Damit wird deutlich, dass im Hinblick auf die Person des vermeintlich geschädigten Arbeitnehmers eine
Abgrenzung erforderlich ist zwischen sozial adäquatem und sozial inadäquatem Verhalten am
Arbeitsplatz, der Wahrnehmung berechtigter Interessen durch den Arbeitgeber und einem Verhalten, das
insgesamt durch verschiedene Einzelakte auf ein gezieltes Hinwirken auf das Ausscheiden des
Arbeitnehmers aus dem Arbeitsverhältnis hinzielt.
Gemessen an diesen Grundsätzen hat das Arbeitsgericht weder die inhaltlichen Anforderungen an
Mobbing, deren Rechtsfolgen, noch die insoweit gegebene Darlegungs- und Beweislast verkannt.
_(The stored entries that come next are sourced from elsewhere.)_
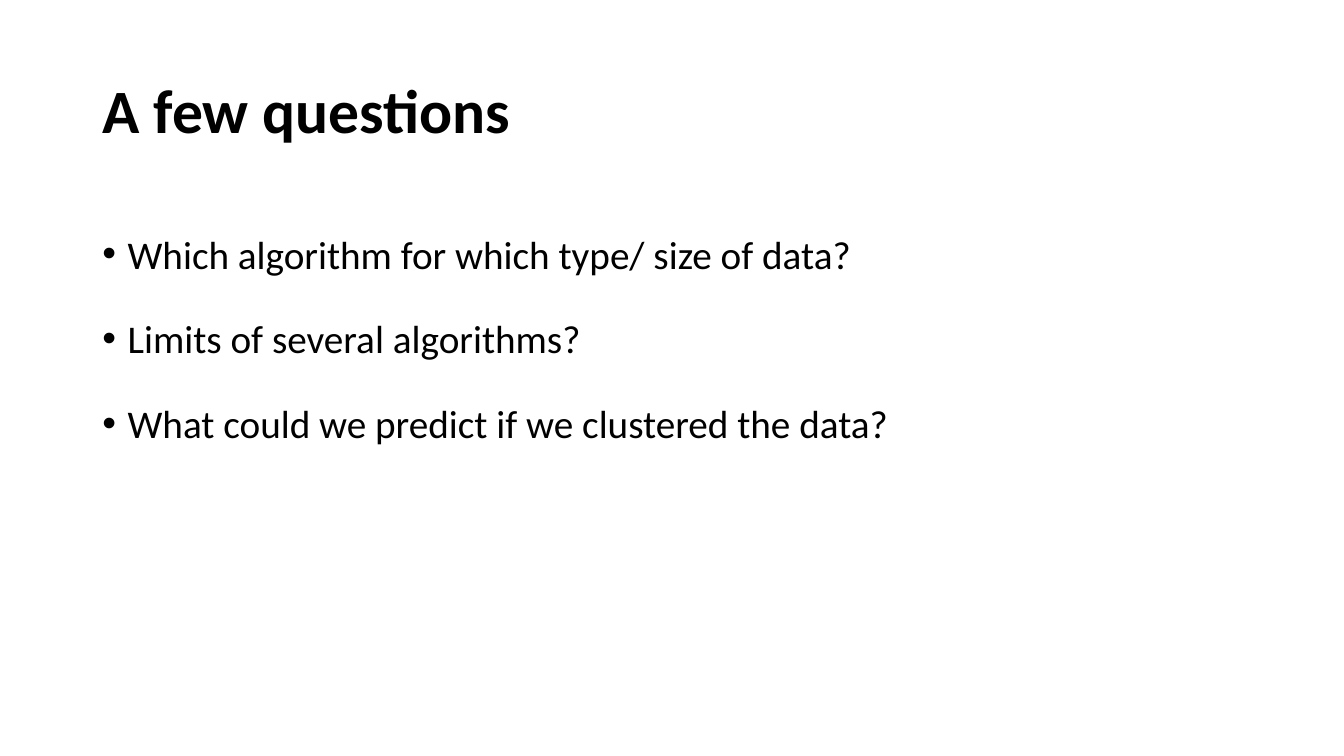
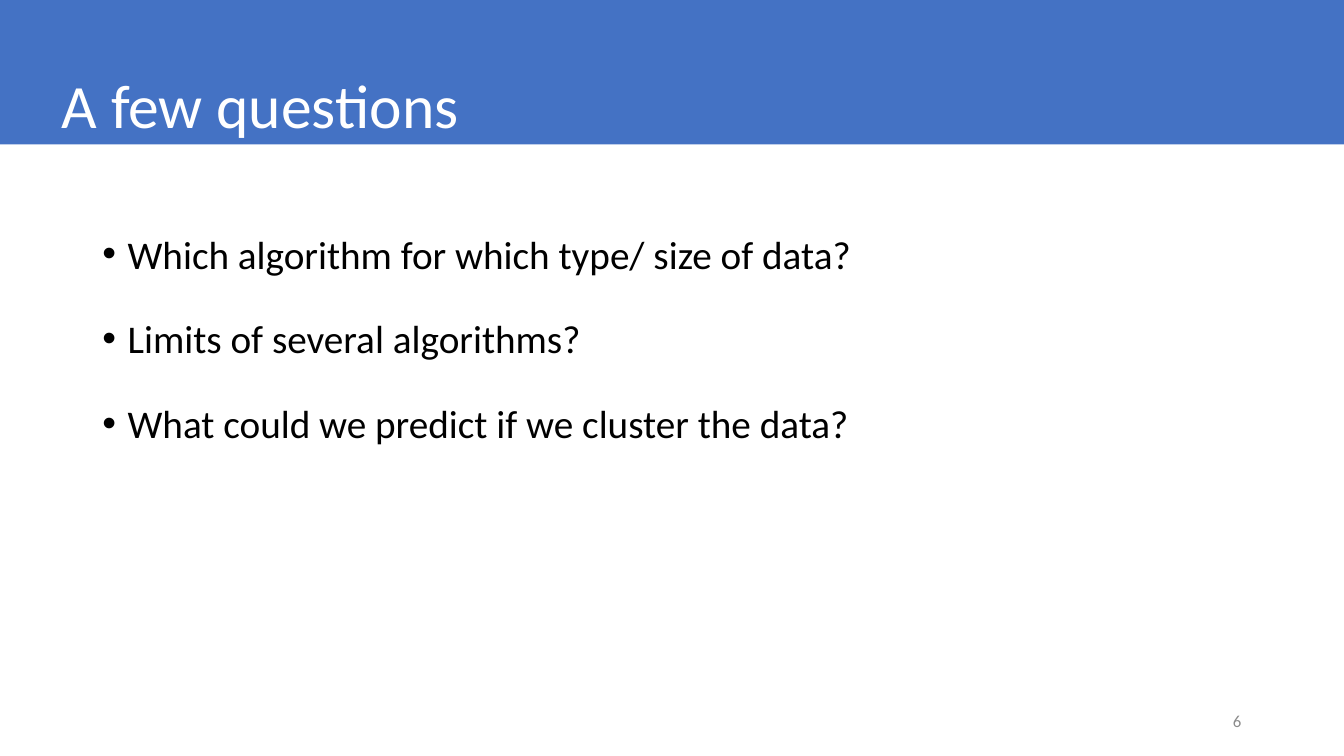
Before and after one commit to datascience-mobi/group-01-project-4-1, a slide deck: slide 6 of K-means clustering.pptx (slide 7 before the commit). Drawn at 1344x756 pixels with LibreOffice and Linux fonts; fonts in the diff are those of the drawing. Boxes give left, top, right and bottom in pixels: in the first picture for what was removed or moved away, otherwise in the second. Text is boxed around its words. In the diff, an @@ line names an element or a change of style, - is before the commit and + after.

```diff
--- a/K-means clustering.pptx
+++ b/K-means clustering.pptx
@@ rectangle added at bbox=[0, 0, 1344, 145], fill #4472C4 @@
@@ title "A few questions": place and size @@
-title "A few questions" at bbox=[102, 89, 511, 143]
+title "A few questions" at bbox=[62, 85, 459, 138]
@@ title "A few questions" at bbox=[62, 85, 459, 138]: text colour #000000 to #FFFFFF, bold off @@
@@ text at bbox=[128, 410, 848, 445]: text changed @@
-• What could we predict if we clustered the data?
+• What could we predict if we cluster the data?
@@ page number added at bbox=[1233, 716, 1241, 727], 12 pt, text #8C8C8C @@
+6
```
Also in this commit, not shown: 6 other slides changed, 1 slide added, 2 slides removed.
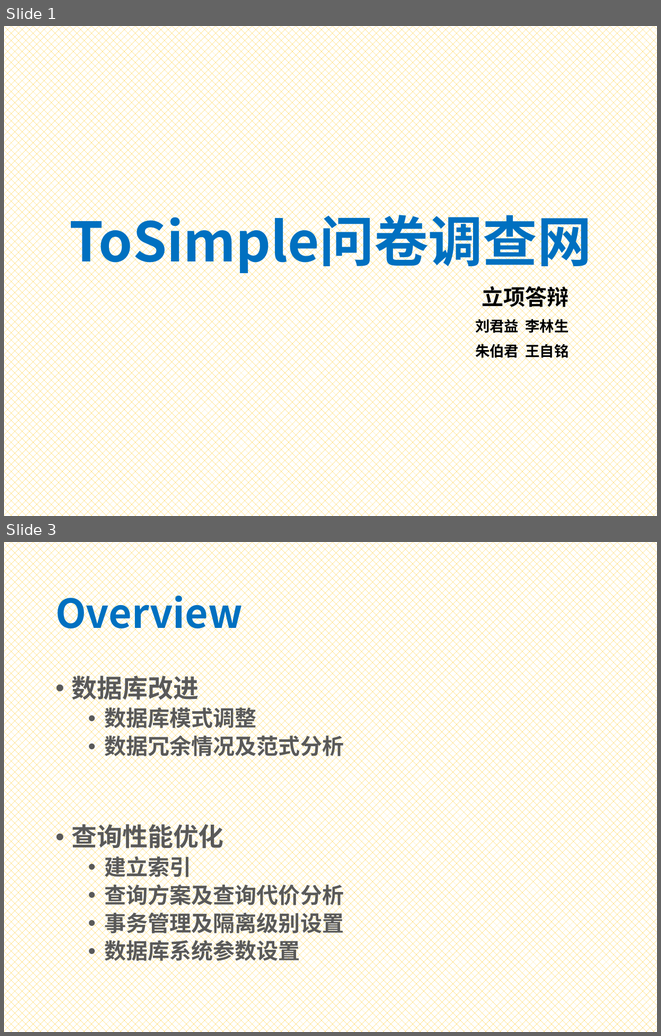
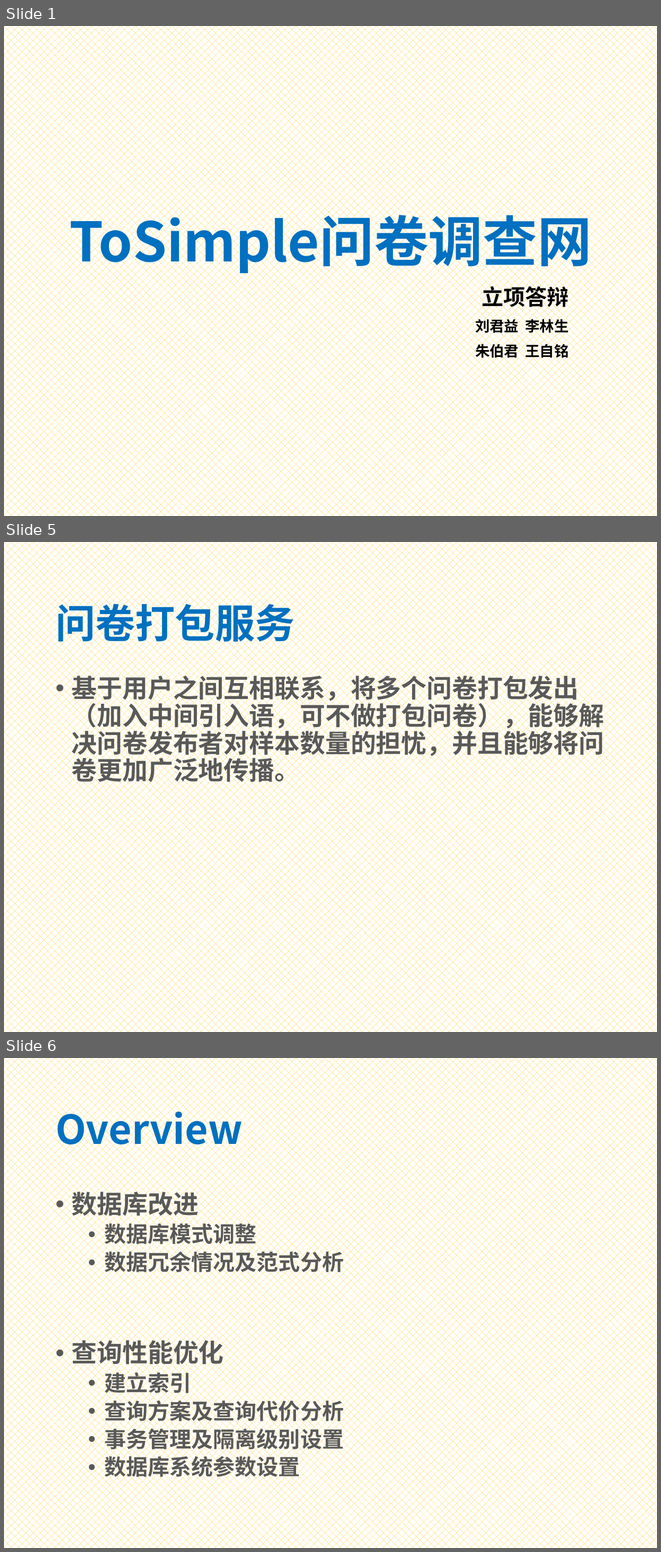
Before and after one commit to Bonjourz/to-simple, a slide deck: Presentation2 Template.pptx. Shown one above the other, each under a label of ours: slides 1 and 3 before the commit, slides 1, 5 and 6 after it; the slides between them are not shown. The pictures are 661x1036 and 661x1552 pixels, drawn with LibreOffice and Linux fonts; fonts in the diff are those of the drawing. Boxes give left, top, right and bottom in pixels: in the first picture for what was removed or moved away, otherwise in the second. Text is boxed around its words. In the diff, an @@ line names an element or a change of style, - is before the commit and + after.

```diff
--- a/Presentation2 Template.pptx
+++ b/Presentation2 Template.pptx
@@ slide 5 added at (x1=4, y1=542, x2=657, y2=1032), background pattern #FFC000 on #FFFFFF @@
@@ title added at (x1=55, y1=597, x2=295, y2=648), 44 pt, text #0070C0, bold @@
+问卷打包服务
@@ text added at (x1=72, y1=671, x2=604, y2=786), 28 pt, text #595959, bold @@
+• 基于用户之间互相联系，将多个问卷打包发出（加入中间引入语，可不做打包问卷），能够解决问卷发布者对样本数量的担忧，并且能够将问卷更加广泛地传播。
@@ what was slide 3 is now slide 6 @@
```
Also in this commit, not shown: 1 slide changed, 2 other slides added.

Vielmehr hat das Arbeitsgericht zutreffend angenommen, dass die Klage nicht schlüssig ist. Aus dem
Vorbringen der Antragstellerin ergibt sich nicht einmal andeutungsweise, dass ihr durch adäquat-kausales
Verhalten der Antragsgegnerin oder ihrer Mitarbeiter ein körperlicher Schaden oder eine schwere
Persönlichkeitsverletzung zugefügt worden ist. Keinen der ärztlichen Atteste, die die Antragstellerin zur
Gerichtsakte gereicht hat, lässt sich entnehmen, dass sie wegen "extremen Mobbings" erkrankt ist. Das
Gegenteil trifft zu. Denn nach dem Inhalt des ärztlichen Gutachtens für die Bundesversicherungsanstalt für
Angestellte auf dem Gebiet der Psychiatrie vom 26.03.2002 kann die Antragstellerin aufgrund von
Vermeidungsverhalten, Erwartungsangst und Panikattacken sowie Versagensängsten ihrem Beruf als
Bankkauffrau nicht nachgehen. Das trifft auch für andere Tätigkeiten zu, bei denen übliche soziale
Anforderungen und ein Weg zum Arbeitsplatz bewältigt werden müssen. Das fachärztliche Gutachten der
behandelnden Fachärztin für Psychiatrie, Frau Dr. X., kommt schließlich zu dem Ergebnis, dass die
Klägerin unter einer schwersten, frühen Persönlichkeitsentwicklungsstörung leidet. Auch aus diesem
Attest lässt sich nicht ableiten, dass der Gesundheitszustand der Antragstellerin auf "extremes Mobbing"
zurückzuführen ist.
Das Vorbringen der Antragstellerin im Beschwerdeverfahren rechtfertigt keine abweichende Beurteilung
des hier maßgeblichen Lebenssachverhaltes. Dabei bedarf es keiner Diskussion um eine vermeintliche
Beweisnot der Antragstellerin. Wie zuvor dargestellt, bedarf es eines nach Inhalt, Ort, Zeitpunkt und
beteiligten Personen substantiierten Tatsachenvortrages im hier maßgeblichen Zusammenhang, um zum
einen der Antragsgegnerin überhaupt ein substantiiertes Bestreiten zu ermöglichen, d. h. zuvor auch
Hausintern eigene Nachforschungen anzustellen und zum anderen, um überhaupt für die Durchführung
einer Beweisaufnahme präzise Beweisthemen benennen zu können und nicht den gegebenen
Sachverhalt erst im Wege der Ausforschung zu ermitteln. Insoweit hat das Arbeitsgericht zutreffend darauf
hingewiesen, dass die tatsächlichen Angaben der Antragstellerin den hier zu stellenden Anforderungen
auch im Rahmen einer überschlägigen Überprüfung nicht genügen und, wie bereits zuvor dargestellt,
insbesondere, dass sich keinem der ärztlichen Atteste entnehmen lässt, dass sie wegen "extremen
Mobbings" einen körperlichen Schaden oder eine schwere Persönlichkeitsverletzung erlitten hat.
Nach alledem war die sofortige Beschwerde zurückzuweisen.
Gegen diese Entscheidung ist kein Rechtsmittel gegeben.